Transitioning from data collection and technological deployment, we often encounter further challenges in the application of machine learning in agri-food. Based on our own experience, traditional machine learning models, while powerful in analysing and predicting based on historical data, often struggle with the unpredictability of incidents in agri-food, such as heatwaves, supply chain issues, and diseases. For instance, a yield prediction model may show excellent performance in a controlled environment; however, it can struggle to account for external disruptions like a sudden outbreak of mildew that reduces yield. This is because the model is trained on historical environmental data such as weather and may lack the features to account for the impact of diseases. Moreover, the transferability and generalisability of a model is to be considered. The performance may dip and struggle to adapt when applied to a different setting, such as another polytunnel or another farm with a different configuration or crop variety. This is in contrast with the brewery use case where processes tend to remain similar across the different organisations.
Data heterogeneity can be also a driving factor in disrupting the generalisation of models, particularly due to environmental conditions and agricultural practices. For example, variations in soil types and climate between farms can drastically alter crop growth conditions, making a model trained in one environment less accurate when applied to another. When training a model, a polytunnel’s historical data may offer valuable insights, but it may not be relevant if the configurations are different. For example, in one of our sensor deployments, the polytunnel had grown a different plant variety years before with a very different growth cycle, and the historical data would thus not be relevant for use. Similarly, we have previously demonstrated the need for effective domain adaptation approaches where AI models are used to monitor fermentation process in craft breweries with varying formulations [
20].
  6. Data Quality
The importance of good data in AI cannot be overstated. Accurate forecasts rely on comprehensive, up-to-date, and relevant data. With machine learning models, acceptable error margins for predicting strawberry yield can be difficult to accomplish, as the quality of real-world data are often profoundly affected by incomplete fields, misclassification, and systematic omissions [
21]. Data sparsity is also an issue, as although soft-fruit growers are consistent in usually harvesting twice a week, this would only yield, at best, 20 data points per tunnel for a good season. Data limitation issues here can be compounded when the dataset is limited to a specific variety of strawberries. This reinforces how important investing in the data collection process is, as research has shown that decreases in data quality, such as completeness, feature accuracy, and target accuracy, can significantly impair algorithm performance, especially within regression problems [
22].
While the sensors we deployed generally captured continuous data at set intervals, some sensors had missing data due to a variety of technical issues. For instance, one of the reliability issues we faced with the deployment of our light sensors was connectivity and the consistency of readings, as unlike the other sensors we deployed, the light sensors were each powered by a small individual solar panel. As the plants grew around the sensors, they created more shadow and affected the light levels available to the solar panels that were powering them. This would then lead to issues where some of the light sensors now would not receive enough power and shut down either completely or for extended periods, depending on how covered the solar panel was. Another consistency issue we had with the sensors was that although all of the light sensors were set up the same, a small selection of the sensors would sporadically give noisy and incorrect readings, which were believed to be due to a hardware issue. The soil moisture sensors also provided a challenge, often needing attention and recalibration due to the unique characteristics of different soil-related problems. These problems ranged from air pocket formation to variability in soil composition, all of which can significantly impact the accuracy of the collected data. In any future work, the soil moisture data would have to be carefully monitored and engineered during data processing, and a correction factor may be applied if an offset is present. In the presence of an offset, manual data engineering becomes necessary. For instance, the average soil moisture may be computed if the sensors have very different values but similar trends. However, if the trends are different, even more complex troubleshooting would be required, such as determining if one area is receiving more water and then engineering accordingly. This type of data engineering cannot be automated, as it often requires critical analysis and each case may be treated differently.

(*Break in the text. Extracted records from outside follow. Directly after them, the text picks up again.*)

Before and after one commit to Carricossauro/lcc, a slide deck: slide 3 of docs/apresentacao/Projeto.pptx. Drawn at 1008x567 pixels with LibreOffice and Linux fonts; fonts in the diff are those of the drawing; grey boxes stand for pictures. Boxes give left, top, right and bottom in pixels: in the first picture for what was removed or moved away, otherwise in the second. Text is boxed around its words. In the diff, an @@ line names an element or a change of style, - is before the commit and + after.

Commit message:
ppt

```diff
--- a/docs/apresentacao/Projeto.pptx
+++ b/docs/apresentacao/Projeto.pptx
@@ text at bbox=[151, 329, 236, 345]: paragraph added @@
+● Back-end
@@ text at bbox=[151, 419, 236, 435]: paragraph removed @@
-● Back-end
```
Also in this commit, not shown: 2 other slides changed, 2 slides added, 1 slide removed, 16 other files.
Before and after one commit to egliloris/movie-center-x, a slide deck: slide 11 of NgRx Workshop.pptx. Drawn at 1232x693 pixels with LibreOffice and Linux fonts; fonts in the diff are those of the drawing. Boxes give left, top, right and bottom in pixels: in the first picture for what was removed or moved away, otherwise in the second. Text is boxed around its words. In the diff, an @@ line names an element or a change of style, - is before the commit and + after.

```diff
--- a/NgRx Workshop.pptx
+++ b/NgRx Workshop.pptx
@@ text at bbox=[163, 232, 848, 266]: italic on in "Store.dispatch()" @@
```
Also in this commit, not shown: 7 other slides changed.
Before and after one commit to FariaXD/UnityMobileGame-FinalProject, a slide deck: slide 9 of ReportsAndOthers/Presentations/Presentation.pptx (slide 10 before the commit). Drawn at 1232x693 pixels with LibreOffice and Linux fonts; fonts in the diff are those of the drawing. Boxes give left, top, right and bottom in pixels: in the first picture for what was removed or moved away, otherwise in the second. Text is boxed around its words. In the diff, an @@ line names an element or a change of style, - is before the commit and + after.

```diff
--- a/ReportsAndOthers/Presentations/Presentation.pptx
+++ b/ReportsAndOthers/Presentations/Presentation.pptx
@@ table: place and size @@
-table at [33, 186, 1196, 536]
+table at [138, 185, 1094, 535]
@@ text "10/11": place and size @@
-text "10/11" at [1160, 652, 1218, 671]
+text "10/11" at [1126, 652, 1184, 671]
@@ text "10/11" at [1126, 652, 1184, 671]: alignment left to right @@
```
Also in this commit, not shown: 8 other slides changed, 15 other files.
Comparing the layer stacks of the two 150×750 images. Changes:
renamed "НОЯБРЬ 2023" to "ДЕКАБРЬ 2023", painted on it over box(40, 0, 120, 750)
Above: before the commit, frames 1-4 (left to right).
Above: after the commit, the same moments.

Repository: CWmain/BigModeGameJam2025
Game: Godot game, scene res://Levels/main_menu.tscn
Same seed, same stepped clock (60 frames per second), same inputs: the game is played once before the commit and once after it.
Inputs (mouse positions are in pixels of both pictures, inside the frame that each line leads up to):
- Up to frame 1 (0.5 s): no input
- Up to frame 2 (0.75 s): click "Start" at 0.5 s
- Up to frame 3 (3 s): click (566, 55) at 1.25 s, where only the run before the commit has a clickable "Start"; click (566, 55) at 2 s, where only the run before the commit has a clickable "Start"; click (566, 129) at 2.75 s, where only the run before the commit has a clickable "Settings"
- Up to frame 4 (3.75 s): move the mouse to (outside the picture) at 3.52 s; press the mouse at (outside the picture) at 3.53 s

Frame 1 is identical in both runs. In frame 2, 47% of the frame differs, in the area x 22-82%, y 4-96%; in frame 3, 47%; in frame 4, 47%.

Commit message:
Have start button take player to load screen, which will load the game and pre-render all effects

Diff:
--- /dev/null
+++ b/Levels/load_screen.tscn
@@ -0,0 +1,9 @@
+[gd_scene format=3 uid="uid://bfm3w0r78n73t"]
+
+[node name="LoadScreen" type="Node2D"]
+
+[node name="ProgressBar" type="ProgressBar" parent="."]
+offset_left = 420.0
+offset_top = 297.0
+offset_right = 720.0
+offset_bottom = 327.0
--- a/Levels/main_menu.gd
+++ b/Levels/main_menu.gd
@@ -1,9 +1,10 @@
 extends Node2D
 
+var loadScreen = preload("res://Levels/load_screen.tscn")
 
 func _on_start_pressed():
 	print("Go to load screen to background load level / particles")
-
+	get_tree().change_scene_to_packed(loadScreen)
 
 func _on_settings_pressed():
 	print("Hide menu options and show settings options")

Such external factors affecting sensor deployments in the agri-food context can hinder the data collection process, leading to missing data, suboptimal machine learning models, and negative impacts on the scaleability of the AI solution.
  7. Discussion and Future Perspectives
  7.1. Barriers and Challenges to Adoption of Novel Technological Approaches
As mentioned before, developing new technological solutions cannot happen in a vacuum. Proper user engagement throughout the process is crucial for eventual real-life deployment and user acceptability. Growers and farmers need to be part of the co-creation process and they require a clearly defined value proposition in order to implement, deploy, and maintain new technologies. Disrupting and changing their ways of working is sometimes a long process that is dependent not only on model performance, but also on complexity, usability, and reliability. New methods, such as those including AI, depend on high-quality data, as the final product will represent the quality of data that were used for training.
  7.1.1. Automation in Carbon Footprint Monitoring
The measuring/monitoring, reporting, and verification (MRV) of emissions represents an additional significant burden to the agri-food sector in addition to long-term staff shortages, food price volatility, and changing climate. Automating the collection, analysis, and reporting of sustainability data may relieve much of this burden; however, this is not yet possible at scale across the agri-food sector. Barriers preventing such automation in practice that we have observed in our case studies include the following:
- Capital costs required to improve the monitoring capabilities of businesses. While the current focus is mainly on software-based solutions (e.g., carbon footprint calculators), these currently require large volumes of manually entered data (e.g., field observations). Therefore, to achieve full automation, it is likely that significant investments in hardware (e.g., smart meters to monitor individual pieces of heavy machinery) will be required. 
- Wide variety in the “controllability” of the food production environment. For example, while breweries are a good example of well-contained nearly “lab-like” production environments where all processes can be closely monitored and controlled, strawberry production takes place in a technology-free “unconnected” setting (i.e., polytunnels scattered across large area). 
- A lack of standards and regulations that would set clear future-proof expectations of the type of monitoring that needs to be in place. 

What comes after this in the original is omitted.